Missing Authentication for Critical Function

Summary

A review of mcp-gitlab-server at commit 80a7b4cf3fba6b55389c0ef491a48190f7c8996a uncovered that the SSE HTTP transport -- advertised in the README and comparison table as a differentiating feature -- runs with no authentication and wildcard CORS on every endpoint. The maintainers' own roadmap confirms auth is a known gap. When `USE_SSE=true`, the HTTP server in `src/transport.ts` sets: res.setHeader('Access-Control-Allow-Origin', '*'); res.setHeader('Access-Control-Allow-Methods', 'GET, POST'); res.setHeader('Access-Control-Allow-Headers', 'Content-Type'); The `httpServer.listen(port)` call at line 97 passes no host argument -- Node.js defaults to 0.0.0.0, binding on all interfaces.
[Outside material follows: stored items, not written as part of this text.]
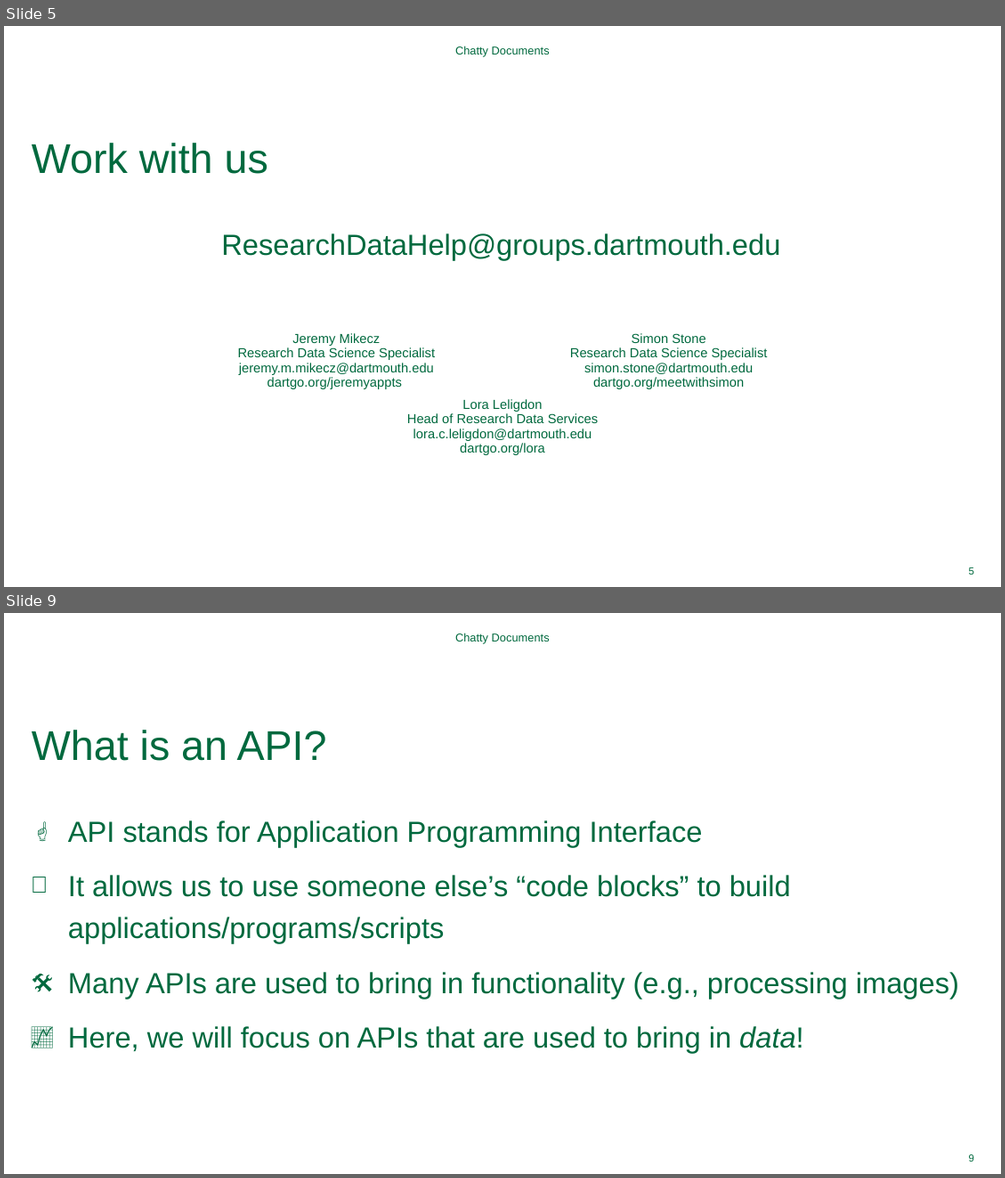
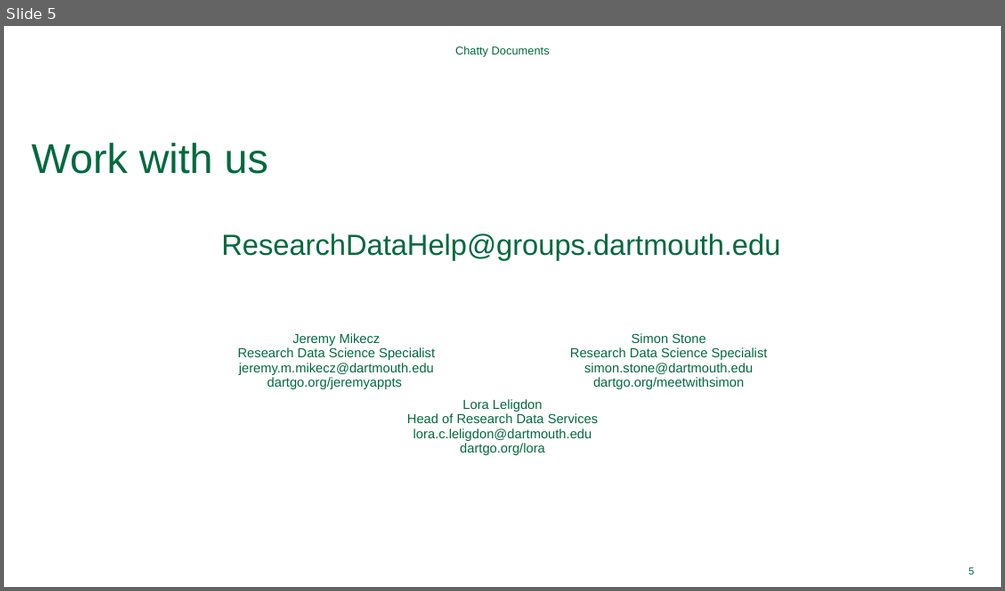
Before and after one commit to Dartmouth-Libraries/chatty-documents, a slide deck: ppt/chatty-documents.pptx. Shown one above the other, each under a label of ours: slides 5 and 9 before the commit, slide 5 after it; the slides between them are not shown. The pictures are 1005x1178 and 1005x591 pixels, drawn with LibreOffice and Linux fonts; fonts in the diff are those of the drawing; background and template pictures are left out. Boxes give left, top, right and bottom in pixels: in the first picture for what was removed or moved away, otherwise in the second. Text is boxed around its words. In the diff, an @@ line names an element or a change of style, - is before the commit and + after.

```diff
--- a/ppt/chatty-documents.pptx
+++ b/ppt/chatty-documents.pptx
@@ slide 9 removed at box(4, 613, 1001, 1174), background #FFFFFF @@
@@ text removed at box(455, 633, 550, 643) @@
-Chatty Documents
@@ title removed at box(32, 730, 327, 761) @@
-What is an API?
@@ text removed at box(68, 820, 959, 1053) @@
-☝️ API stands for Application Programming Interface
-🧱 It allows us to use someone else’s “code blocks” to build applications/programs/scripts
-🛠️ Many APIs are used to bring in functionality (e.g., processing images)
-📈 Here, we will focus on APIs that are used to bring in data!
@@ page number removed at box(969, 1154, 974, 1161) @@
-9
```
Also in this commit, not shown: 6 slides changed, 4 slides added, 3 other slides removed, 2 other files.

Two endpoints are exposed with no credential check: `GET /sse` -- opens an SSE connection, returns a session endpoint URL `POST /messages?sessionId=<id>` -- sends MCP messages to the server using the loaded `GITLAB_PERSONAL_ACCESS_TOKEN` Any caller who can reach the port -- LAN, cloud instance, or via the browser-tab vector the wildcard CORS enables -- gets full access to all 86 tools the server exposes using the operator's GitLab PAT. That includes `delete_repository`, `delete_group, push_files`, `create_merge_request`, `update_repository_settings`, and any other tool the server exposes. The PAT doesn't leave the process, but every API call it backs is available to the unauthenticated caller. The wildcard CORS makes the browser-tab vector direct: any web page the operator visits while the server is running can open an SSE connection and make tool calls via cross-origin fetch. No user interaction beyond visiting the page. This issue affects @yoda.digital/gitlab-mcp-server versions prior to 0.6.0.